▶ _REQUIREMENT_:
What lines in this listing contain the string "shown"? Report each one by copying it.

▶ _MATERIAL FOR THIS TASK_:
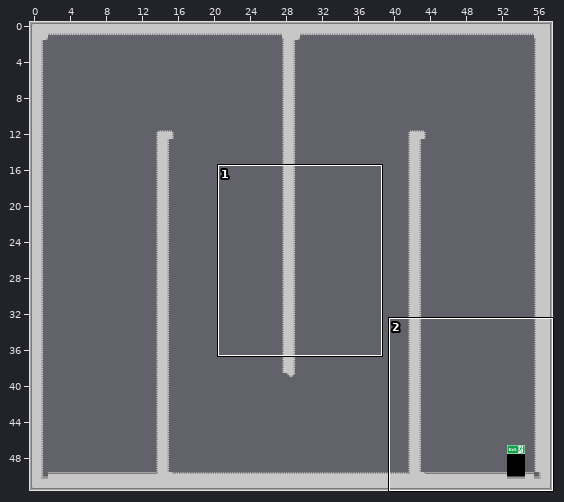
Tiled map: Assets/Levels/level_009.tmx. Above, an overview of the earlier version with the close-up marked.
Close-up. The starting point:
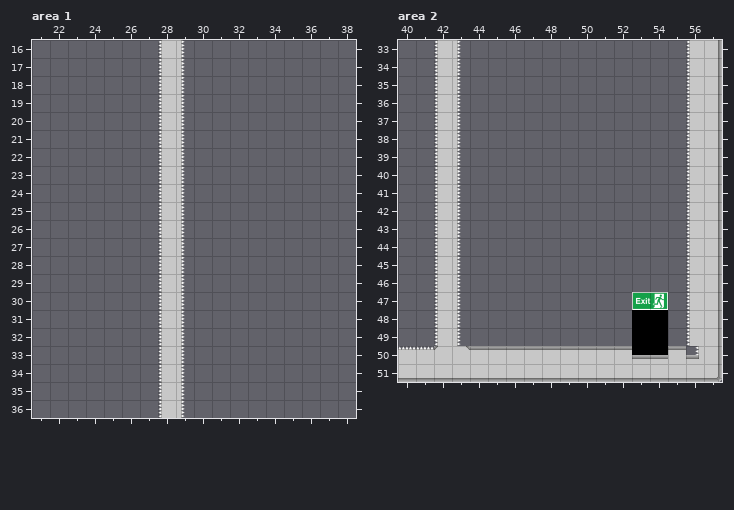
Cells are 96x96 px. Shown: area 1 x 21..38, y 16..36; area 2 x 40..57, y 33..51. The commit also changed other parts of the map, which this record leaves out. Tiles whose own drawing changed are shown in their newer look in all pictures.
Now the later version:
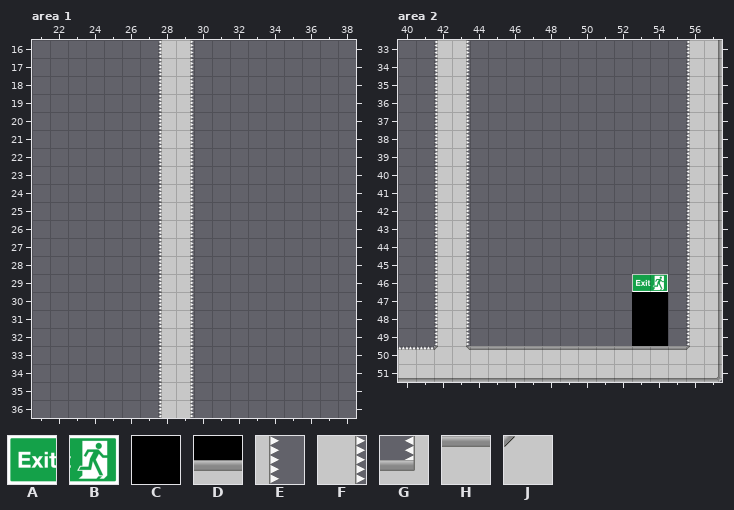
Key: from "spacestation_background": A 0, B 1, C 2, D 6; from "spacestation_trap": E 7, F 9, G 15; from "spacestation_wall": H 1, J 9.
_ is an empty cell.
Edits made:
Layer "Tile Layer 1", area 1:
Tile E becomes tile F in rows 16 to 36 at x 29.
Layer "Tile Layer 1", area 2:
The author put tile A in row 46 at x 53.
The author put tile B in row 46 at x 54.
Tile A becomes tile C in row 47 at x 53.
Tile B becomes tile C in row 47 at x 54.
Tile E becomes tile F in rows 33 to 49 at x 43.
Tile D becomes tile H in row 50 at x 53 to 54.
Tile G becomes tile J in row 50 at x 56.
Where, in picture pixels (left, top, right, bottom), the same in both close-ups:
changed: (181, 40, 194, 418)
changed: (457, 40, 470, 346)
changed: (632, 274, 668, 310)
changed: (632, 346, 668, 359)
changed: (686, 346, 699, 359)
--
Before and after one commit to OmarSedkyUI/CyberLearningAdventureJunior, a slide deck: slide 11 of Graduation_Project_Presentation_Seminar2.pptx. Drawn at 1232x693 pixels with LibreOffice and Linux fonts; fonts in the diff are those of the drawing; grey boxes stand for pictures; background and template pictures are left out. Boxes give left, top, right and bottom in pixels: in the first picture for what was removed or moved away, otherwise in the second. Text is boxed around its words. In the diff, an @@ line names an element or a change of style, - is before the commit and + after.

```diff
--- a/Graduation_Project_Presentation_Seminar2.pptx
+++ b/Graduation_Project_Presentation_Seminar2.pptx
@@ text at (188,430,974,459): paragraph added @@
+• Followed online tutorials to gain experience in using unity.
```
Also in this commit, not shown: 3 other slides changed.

▶ _OUTPUT BELOW_:
Cells are 96x96 px. Shown: area 1 x 21..38, y 16..36; area 2 x 40..57, y 33..51. The commit also changed other parts of the map, which this record leaves out. Tiles whose own drawing changed are shown in their newer look in all pictures.
Also in this commit, not shown: 3 other slides changed.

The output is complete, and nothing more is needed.